%%

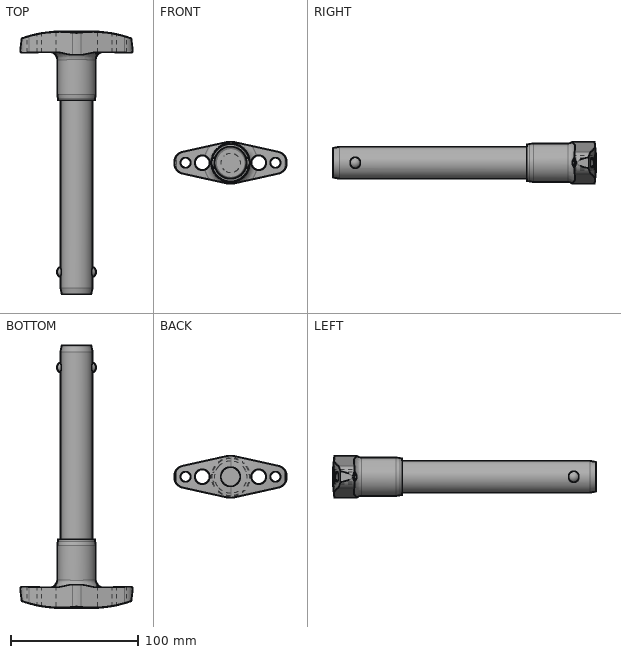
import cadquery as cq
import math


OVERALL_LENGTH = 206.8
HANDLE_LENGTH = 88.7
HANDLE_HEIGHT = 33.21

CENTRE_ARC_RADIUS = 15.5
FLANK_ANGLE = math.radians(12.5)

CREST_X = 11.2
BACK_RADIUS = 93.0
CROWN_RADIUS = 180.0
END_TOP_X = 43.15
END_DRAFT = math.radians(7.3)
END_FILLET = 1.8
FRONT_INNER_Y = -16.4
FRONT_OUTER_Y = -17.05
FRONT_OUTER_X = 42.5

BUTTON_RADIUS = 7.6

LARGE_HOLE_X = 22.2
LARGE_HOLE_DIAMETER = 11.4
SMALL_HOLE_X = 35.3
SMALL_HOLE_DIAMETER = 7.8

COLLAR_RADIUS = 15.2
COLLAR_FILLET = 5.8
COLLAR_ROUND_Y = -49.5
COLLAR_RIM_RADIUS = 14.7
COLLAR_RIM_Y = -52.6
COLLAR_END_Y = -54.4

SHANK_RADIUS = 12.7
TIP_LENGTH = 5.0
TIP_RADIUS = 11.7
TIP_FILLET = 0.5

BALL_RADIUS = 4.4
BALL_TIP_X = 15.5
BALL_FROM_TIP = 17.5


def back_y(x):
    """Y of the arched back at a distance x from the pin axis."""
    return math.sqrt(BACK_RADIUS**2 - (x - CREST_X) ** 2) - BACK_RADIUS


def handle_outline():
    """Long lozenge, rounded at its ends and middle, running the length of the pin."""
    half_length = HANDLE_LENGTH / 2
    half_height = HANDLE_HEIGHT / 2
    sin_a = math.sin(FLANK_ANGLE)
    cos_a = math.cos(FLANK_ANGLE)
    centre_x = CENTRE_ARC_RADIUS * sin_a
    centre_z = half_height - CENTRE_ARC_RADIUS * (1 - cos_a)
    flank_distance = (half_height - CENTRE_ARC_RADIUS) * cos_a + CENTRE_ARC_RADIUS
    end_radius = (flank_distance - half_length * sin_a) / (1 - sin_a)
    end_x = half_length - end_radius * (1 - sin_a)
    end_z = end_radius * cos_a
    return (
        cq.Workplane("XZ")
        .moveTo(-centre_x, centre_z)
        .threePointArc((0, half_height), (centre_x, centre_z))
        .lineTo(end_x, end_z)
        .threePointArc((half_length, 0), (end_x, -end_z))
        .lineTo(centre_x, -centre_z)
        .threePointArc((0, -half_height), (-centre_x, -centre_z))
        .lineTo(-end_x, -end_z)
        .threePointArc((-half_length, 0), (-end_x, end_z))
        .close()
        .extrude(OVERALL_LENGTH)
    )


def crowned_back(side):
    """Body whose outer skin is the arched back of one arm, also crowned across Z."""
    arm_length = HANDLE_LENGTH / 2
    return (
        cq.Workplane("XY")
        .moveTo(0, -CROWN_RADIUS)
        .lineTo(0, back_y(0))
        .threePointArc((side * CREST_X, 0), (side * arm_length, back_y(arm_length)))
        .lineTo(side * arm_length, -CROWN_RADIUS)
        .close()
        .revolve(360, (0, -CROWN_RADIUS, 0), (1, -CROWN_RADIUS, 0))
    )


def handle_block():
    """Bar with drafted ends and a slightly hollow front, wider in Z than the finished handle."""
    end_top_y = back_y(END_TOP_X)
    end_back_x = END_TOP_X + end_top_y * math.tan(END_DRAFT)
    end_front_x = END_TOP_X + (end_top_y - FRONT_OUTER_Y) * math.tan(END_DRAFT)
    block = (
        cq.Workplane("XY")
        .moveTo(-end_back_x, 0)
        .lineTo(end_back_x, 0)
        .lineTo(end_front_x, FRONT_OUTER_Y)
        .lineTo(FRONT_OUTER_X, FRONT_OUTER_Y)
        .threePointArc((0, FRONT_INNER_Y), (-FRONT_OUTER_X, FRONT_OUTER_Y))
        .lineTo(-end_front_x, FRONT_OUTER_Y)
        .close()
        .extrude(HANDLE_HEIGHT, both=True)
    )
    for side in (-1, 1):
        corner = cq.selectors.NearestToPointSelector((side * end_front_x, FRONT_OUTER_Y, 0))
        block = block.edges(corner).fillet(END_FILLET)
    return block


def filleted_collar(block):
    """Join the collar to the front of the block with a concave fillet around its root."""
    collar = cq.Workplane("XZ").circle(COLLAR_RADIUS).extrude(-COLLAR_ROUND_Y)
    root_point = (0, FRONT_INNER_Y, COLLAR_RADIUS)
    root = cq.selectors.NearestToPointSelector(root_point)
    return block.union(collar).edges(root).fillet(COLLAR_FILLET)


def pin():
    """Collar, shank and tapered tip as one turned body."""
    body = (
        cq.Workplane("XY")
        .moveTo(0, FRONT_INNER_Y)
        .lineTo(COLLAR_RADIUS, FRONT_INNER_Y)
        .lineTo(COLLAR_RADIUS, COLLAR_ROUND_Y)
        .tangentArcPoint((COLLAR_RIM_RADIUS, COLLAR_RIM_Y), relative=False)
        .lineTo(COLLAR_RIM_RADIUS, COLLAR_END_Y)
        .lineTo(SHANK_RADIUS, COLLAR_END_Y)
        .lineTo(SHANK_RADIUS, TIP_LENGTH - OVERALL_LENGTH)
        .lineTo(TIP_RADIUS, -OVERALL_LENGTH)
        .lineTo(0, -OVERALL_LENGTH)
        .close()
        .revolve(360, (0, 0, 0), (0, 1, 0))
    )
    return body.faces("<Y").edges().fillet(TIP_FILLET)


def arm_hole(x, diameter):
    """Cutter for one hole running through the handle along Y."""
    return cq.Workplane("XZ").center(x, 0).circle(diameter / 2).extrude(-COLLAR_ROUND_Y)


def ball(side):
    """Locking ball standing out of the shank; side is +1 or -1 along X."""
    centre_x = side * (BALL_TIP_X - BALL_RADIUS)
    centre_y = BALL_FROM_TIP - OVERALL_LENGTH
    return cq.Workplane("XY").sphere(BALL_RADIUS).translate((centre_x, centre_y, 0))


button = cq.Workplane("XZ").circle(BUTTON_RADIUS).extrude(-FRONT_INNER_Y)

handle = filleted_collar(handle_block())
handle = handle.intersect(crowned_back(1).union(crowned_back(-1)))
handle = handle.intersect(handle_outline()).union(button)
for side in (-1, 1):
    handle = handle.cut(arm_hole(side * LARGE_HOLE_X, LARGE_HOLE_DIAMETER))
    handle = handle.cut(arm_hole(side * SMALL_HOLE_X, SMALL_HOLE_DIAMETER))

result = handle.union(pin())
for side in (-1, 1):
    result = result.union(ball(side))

%%
%%

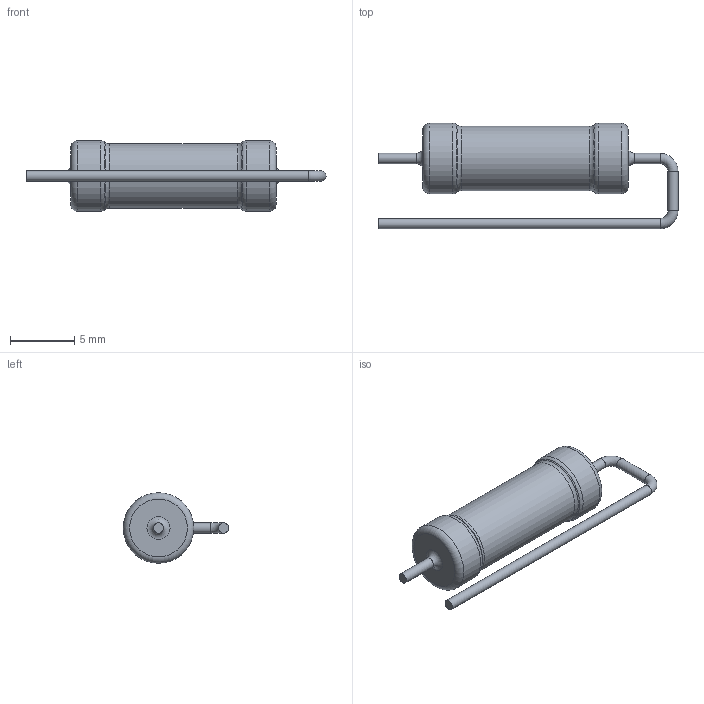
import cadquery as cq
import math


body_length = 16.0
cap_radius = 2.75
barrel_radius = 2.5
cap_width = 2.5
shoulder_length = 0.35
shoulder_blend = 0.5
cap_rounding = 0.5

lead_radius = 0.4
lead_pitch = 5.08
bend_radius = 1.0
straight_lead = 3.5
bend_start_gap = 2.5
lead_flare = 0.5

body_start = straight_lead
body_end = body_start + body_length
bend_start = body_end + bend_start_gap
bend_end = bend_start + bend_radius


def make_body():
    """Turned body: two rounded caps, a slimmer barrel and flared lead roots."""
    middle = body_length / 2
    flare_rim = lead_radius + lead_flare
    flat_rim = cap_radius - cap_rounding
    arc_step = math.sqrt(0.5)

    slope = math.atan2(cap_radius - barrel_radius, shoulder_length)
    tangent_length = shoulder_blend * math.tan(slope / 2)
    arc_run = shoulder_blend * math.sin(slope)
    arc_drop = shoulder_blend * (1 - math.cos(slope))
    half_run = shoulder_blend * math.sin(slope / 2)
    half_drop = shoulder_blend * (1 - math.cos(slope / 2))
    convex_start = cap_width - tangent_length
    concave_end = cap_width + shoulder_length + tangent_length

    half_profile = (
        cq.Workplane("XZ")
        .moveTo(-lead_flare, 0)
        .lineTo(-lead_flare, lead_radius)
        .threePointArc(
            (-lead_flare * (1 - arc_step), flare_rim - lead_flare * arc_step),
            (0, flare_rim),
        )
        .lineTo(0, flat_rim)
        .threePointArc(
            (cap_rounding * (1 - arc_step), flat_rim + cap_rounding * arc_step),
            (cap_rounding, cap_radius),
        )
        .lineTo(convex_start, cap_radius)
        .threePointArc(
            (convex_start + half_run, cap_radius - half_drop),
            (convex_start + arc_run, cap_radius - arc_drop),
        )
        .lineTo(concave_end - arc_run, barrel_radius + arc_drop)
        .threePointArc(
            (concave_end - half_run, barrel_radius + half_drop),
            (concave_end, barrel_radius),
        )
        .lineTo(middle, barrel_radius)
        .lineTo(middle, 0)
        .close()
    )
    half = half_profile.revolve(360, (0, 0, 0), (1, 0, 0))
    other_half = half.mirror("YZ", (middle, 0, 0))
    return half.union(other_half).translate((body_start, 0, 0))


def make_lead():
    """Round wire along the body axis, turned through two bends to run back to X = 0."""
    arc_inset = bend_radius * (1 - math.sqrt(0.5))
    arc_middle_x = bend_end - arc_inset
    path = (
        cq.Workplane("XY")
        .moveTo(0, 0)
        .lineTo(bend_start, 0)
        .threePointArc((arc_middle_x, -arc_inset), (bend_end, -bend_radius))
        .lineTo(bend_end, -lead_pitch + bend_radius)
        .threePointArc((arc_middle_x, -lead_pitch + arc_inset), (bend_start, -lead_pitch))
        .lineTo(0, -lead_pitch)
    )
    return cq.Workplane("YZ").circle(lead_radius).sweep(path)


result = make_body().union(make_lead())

%%
%%

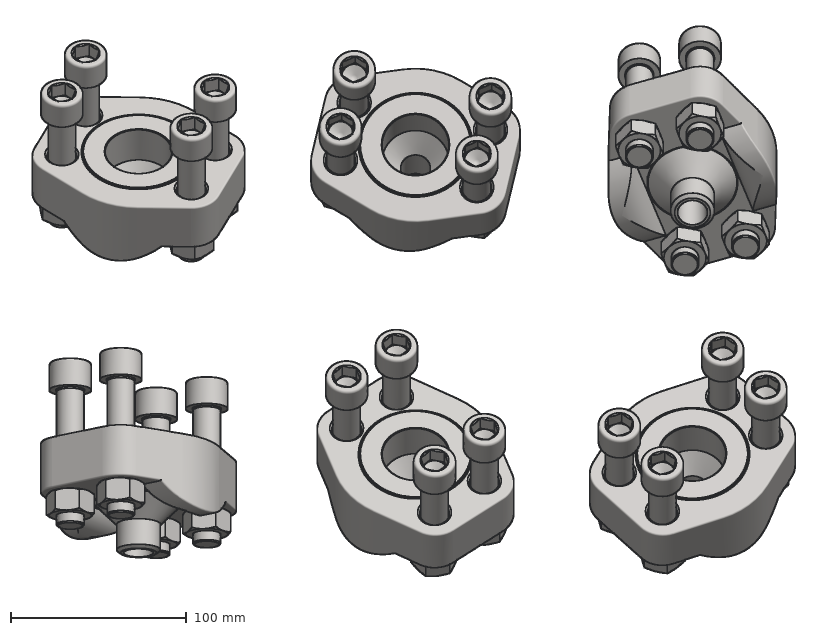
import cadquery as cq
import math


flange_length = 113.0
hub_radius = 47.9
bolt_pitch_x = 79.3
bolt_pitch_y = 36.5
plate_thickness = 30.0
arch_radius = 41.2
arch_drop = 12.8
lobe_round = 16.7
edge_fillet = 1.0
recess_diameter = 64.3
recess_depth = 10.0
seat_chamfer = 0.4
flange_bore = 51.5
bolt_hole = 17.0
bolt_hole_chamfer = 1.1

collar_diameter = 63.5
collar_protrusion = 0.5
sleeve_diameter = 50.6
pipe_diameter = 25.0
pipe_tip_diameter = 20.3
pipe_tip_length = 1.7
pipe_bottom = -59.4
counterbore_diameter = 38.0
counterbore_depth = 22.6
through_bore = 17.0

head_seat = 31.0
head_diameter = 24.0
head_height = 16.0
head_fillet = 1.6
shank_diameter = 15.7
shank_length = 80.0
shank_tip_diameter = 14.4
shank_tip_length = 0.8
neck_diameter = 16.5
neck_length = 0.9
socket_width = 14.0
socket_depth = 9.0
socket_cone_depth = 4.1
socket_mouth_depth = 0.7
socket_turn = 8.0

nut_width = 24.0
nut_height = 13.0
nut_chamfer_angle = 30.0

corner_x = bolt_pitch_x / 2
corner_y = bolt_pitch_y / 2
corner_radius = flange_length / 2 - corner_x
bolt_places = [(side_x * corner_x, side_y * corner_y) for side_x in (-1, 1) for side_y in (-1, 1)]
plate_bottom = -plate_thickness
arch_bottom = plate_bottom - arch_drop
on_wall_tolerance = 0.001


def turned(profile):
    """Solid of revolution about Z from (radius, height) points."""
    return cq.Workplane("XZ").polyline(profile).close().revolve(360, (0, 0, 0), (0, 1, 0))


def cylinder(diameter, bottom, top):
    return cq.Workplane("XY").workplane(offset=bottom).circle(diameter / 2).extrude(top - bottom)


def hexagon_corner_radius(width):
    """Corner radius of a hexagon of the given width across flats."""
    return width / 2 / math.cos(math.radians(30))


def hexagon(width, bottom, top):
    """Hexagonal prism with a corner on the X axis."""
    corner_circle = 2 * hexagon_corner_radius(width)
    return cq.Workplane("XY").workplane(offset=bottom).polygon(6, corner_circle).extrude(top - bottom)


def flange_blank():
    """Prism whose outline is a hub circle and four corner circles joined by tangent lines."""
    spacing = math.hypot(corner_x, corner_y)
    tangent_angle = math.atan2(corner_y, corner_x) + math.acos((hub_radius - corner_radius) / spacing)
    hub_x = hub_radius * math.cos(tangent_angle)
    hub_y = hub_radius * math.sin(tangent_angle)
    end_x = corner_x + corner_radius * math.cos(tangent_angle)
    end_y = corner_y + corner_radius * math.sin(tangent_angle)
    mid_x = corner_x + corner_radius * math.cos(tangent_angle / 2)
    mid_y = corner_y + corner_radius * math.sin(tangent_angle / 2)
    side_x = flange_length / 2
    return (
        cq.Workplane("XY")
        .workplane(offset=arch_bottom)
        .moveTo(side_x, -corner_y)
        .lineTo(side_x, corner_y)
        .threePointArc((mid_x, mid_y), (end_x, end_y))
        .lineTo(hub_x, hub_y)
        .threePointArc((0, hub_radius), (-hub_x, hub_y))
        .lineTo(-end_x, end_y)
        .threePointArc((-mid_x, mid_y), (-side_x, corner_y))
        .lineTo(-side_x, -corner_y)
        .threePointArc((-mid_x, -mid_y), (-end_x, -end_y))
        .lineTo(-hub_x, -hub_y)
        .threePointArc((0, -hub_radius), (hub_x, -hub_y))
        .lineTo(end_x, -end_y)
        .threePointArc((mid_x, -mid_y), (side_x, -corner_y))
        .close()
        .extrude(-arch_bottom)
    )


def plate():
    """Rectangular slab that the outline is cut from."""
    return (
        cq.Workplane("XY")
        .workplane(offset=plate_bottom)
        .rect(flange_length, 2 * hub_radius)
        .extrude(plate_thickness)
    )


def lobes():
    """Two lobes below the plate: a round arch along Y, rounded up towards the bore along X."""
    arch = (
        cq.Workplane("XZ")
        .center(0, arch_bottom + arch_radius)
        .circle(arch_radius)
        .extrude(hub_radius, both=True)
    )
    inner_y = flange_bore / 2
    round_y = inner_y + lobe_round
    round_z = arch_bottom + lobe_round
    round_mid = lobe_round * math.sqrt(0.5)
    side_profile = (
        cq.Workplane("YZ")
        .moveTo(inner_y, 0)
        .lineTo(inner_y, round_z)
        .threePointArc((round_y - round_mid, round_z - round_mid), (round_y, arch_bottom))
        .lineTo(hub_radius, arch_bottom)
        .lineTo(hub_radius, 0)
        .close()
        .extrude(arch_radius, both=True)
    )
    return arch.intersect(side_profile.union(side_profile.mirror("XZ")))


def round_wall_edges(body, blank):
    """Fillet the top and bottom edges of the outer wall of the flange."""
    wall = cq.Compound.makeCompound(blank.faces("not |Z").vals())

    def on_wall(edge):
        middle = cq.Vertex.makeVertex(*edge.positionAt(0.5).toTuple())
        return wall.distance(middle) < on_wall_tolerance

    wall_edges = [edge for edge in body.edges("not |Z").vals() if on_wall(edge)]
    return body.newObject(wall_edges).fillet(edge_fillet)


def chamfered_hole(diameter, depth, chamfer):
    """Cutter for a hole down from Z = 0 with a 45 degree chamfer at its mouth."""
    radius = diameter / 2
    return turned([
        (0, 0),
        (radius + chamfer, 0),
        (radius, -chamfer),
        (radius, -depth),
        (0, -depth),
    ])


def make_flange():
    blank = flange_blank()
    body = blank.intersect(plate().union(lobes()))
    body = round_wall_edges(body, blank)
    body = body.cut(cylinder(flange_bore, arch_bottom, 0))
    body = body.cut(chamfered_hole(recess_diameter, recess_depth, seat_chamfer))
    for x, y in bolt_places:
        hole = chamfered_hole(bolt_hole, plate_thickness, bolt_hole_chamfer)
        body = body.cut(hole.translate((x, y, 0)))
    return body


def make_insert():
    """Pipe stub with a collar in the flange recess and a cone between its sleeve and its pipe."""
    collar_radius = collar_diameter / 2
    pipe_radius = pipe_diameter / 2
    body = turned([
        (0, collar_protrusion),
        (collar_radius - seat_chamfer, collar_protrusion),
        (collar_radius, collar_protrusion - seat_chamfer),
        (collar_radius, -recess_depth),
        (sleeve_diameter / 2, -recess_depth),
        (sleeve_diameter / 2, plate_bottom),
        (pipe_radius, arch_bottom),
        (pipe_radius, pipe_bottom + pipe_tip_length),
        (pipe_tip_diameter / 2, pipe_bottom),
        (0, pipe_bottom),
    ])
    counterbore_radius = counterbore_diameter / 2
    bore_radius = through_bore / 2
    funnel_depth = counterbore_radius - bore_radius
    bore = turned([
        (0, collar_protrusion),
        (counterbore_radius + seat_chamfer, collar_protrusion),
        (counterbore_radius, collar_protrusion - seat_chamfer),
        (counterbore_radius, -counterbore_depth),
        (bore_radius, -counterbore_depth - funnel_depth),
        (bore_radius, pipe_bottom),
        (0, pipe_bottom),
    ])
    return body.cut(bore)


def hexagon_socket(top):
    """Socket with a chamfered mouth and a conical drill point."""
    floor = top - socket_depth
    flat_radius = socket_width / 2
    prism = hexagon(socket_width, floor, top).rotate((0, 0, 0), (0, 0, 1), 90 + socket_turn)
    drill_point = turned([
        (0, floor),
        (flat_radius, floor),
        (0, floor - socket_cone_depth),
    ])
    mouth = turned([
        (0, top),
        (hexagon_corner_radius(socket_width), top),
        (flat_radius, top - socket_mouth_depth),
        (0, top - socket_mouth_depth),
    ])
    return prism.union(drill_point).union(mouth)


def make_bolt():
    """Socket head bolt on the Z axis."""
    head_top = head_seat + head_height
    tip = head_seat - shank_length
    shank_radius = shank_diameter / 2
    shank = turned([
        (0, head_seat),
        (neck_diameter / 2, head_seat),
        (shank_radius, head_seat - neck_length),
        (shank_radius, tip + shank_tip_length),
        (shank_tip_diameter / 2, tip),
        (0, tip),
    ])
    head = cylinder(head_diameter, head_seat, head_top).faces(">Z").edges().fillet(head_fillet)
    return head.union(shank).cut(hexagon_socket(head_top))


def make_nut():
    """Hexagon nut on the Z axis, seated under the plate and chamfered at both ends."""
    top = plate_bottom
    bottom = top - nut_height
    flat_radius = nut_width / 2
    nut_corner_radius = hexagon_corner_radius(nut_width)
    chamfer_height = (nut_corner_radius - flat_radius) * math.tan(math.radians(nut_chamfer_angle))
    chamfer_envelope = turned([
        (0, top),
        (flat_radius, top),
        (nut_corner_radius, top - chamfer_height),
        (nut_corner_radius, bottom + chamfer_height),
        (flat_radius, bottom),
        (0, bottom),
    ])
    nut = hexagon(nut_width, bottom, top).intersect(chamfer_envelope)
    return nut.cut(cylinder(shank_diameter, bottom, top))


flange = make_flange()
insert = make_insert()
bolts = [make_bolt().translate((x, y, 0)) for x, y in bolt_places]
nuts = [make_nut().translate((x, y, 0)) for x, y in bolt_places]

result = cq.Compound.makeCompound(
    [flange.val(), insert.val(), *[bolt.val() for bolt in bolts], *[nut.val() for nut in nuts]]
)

%%

• PROBLEM TO WORK ON: Could you set down, exactly as written, the lines above between the one holding "-lead_pitch + bend_radius)" and the one holding "result = make_body().union(make_lead())", inclusive, and nothing more?

• REPLY:
        .lineTo(bend_end, -lead_pitch + bend_radius)
        .threePointArc((arc_middle_x, -lead_pitch + arc_inset), (bend_start, -lead_pitch))
        .lineTo(0, -lead_pitch)
    )
    return cq.Workplane("YZ").circle(lead_radius).sweep(path)


result = make_body().union(make_lead())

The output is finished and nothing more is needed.